**Problem to solve**
Whenever a line in the entries below contains the string "angle", copy that line.

Stored items
Segment Open

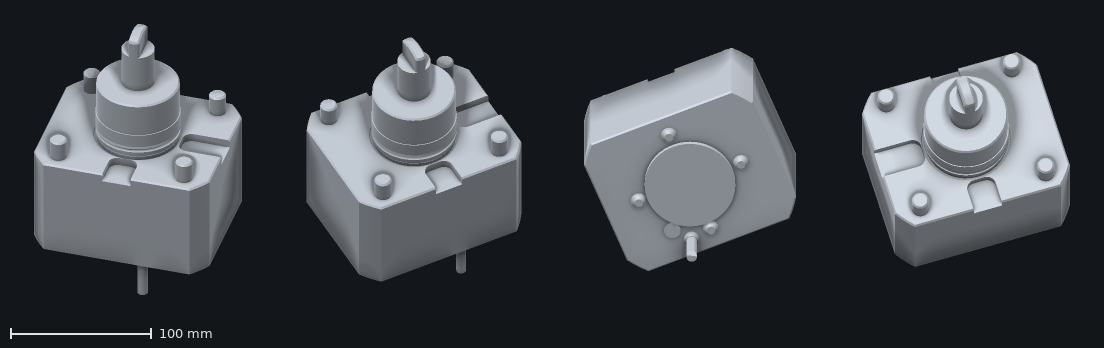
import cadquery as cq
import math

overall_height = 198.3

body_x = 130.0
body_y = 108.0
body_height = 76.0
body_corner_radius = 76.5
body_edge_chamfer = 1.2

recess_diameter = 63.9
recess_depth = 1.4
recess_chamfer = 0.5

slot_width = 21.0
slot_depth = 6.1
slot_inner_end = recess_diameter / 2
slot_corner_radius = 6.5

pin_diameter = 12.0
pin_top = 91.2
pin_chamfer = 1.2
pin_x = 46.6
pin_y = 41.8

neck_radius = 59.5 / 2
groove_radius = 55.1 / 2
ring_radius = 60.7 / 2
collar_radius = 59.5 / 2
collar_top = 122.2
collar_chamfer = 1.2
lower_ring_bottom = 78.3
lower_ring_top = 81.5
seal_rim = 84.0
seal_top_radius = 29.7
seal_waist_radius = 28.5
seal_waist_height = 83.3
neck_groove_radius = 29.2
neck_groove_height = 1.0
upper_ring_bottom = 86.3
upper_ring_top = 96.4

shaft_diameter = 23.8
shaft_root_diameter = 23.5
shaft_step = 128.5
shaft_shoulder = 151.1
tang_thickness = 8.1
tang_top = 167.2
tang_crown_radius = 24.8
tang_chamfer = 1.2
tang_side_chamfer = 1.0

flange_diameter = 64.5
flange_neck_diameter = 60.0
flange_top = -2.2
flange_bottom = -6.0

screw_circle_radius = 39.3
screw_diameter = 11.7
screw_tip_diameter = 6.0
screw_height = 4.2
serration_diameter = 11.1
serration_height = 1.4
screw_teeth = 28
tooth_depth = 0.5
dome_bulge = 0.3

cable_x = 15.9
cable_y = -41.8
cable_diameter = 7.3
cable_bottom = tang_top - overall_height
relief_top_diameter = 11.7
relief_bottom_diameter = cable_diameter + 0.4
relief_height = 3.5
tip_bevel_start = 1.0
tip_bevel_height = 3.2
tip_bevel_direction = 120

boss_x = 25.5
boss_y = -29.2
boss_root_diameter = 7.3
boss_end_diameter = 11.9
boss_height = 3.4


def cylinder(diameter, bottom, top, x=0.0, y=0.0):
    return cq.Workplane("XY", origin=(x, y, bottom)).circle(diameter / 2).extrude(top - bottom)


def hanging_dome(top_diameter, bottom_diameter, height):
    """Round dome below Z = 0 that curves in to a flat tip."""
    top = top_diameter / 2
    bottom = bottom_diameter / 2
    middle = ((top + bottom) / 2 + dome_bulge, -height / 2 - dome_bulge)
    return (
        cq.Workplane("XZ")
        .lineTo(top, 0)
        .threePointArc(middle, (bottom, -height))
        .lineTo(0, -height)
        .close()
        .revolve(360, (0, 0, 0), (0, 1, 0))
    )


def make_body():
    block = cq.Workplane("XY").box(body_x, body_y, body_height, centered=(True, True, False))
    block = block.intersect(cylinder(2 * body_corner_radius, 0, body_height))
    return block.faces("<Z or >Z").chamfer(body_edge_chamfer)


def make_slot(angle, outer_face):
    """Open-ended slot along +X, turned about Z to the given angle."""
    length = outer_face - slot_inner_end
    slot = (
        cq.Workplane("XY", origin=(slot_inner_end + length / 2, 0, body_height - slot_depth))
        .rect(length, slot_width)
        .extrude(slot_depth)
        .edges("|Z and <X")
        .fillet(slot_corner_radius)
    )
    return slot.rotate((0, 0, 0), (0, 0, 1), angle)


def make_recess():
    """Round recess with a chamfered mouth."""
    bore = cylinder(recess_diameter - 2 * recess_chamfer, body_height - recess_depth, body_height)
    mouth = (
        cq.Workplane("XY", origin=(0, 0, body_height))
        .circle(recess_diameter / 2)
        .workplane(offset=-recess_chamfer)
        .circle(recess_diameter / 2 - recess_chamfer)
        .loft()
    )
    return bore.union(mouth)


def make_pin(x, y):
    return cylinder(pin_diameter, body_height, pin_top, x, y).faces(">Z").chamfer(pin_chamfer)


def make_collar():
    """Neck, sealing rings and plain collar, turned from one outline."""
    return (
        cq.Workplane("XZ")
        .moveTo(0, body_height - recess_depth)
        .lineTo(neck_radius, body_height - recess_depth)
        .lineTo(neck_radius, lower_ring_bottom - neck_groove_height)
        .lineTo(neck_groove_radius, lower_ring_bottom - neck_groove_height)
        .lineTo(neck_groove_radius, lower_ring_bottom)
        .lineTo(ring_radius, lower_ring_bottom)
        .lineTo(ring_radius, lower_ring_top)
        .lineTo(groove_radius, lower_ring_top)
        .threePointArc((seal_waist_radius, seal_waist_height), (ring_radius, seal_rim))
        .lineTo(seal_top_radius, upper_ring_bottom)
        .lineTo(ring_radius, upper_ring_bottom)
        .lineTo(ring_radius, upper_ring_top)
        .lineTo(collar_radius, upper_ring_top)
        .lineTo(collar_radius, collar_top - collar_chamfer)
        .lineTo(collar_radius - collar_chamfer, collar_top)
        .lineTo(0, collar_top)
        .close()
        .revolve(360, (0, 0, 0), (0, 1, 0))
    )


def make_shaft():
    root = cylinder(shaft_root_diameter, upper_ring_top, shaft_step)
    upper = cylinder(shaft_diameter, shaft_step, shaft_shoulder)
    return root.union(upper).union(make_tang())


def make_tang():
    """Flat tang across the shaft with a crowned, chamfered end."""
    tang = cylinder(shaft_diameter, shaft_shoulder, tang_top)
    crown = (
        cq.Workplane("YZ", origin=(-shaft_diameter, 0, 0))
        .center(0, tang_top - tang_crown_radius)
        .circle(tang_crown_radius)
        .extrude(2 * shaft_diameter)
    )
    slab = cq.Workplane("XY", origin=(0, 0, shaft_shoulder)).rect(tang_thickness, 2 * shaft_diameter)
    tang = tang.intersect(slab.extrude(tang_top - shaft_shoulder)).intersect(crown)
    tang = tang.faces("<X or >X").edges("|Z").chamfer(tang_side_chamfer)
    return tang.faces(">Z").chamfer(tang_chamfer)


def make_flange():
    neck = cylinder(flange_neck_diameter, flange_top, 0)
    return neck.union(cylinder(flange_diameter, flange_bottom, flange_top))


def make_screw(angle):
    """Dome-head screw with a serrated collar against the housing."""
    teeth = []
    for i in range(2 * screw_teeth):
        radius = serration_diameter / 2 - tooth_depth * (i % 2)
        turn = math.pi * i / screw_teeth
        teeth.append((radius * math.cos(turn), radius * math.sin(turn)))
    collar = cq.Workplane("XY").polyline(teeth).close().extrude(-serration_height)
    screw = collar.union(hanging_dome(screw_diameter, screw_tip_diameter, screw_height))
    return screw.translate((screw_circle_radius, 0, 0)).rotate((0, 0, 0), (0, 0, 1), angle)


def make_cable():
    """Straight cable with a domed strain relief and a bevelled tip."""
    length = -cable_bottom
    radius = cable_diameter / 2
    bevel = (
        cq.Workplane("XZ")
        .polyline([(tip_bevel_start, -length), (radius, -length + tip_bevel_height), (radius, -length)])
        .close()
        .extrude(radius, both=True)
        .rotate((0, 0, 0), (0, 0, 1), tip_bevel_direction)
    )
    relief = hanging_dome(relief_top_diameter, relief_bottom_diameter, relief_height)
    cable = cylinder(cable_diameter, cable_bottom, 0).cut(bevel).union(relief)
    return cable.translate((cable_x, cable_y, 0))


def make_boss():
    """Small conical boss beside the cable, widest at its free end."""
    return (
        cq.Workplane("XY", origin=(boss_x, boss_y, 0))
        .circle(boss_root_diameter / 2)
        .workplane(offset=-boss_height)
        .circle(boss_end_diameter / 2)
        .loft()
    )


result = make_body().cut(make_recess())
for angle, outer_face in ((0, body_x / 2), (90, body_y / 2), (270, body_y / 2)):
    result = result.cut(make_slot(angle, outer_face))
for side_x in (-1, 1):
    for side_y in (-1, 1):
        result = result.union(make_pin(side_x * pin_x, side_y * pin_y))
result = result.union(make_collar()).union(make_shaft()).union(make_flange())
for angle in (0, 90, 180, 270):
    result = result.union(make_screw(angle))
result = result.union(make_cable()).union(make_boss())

Segment Closed

**Exercise output**
def make_slot(angle, outer_face):
    """Open-ended slot along +X, turned about Z to the given angle."""
    return slot.rotate((0, 0, 0), (0, 0, 1), angle)
def make_screw(angle):
    return screw.translate((screw_circle_radius, 0, 0)).rotate((0, 0, 0), (0, 0, 1), angle)
for angle, outer_face in ((0, body_x / 2), (90, body_y / 2), (270, body_y / 2)):
    result = result.cut(make_slot(angle, outer_face))
for angle in (0, 90, 180, 270):
    result = result.union(make_screw(angle))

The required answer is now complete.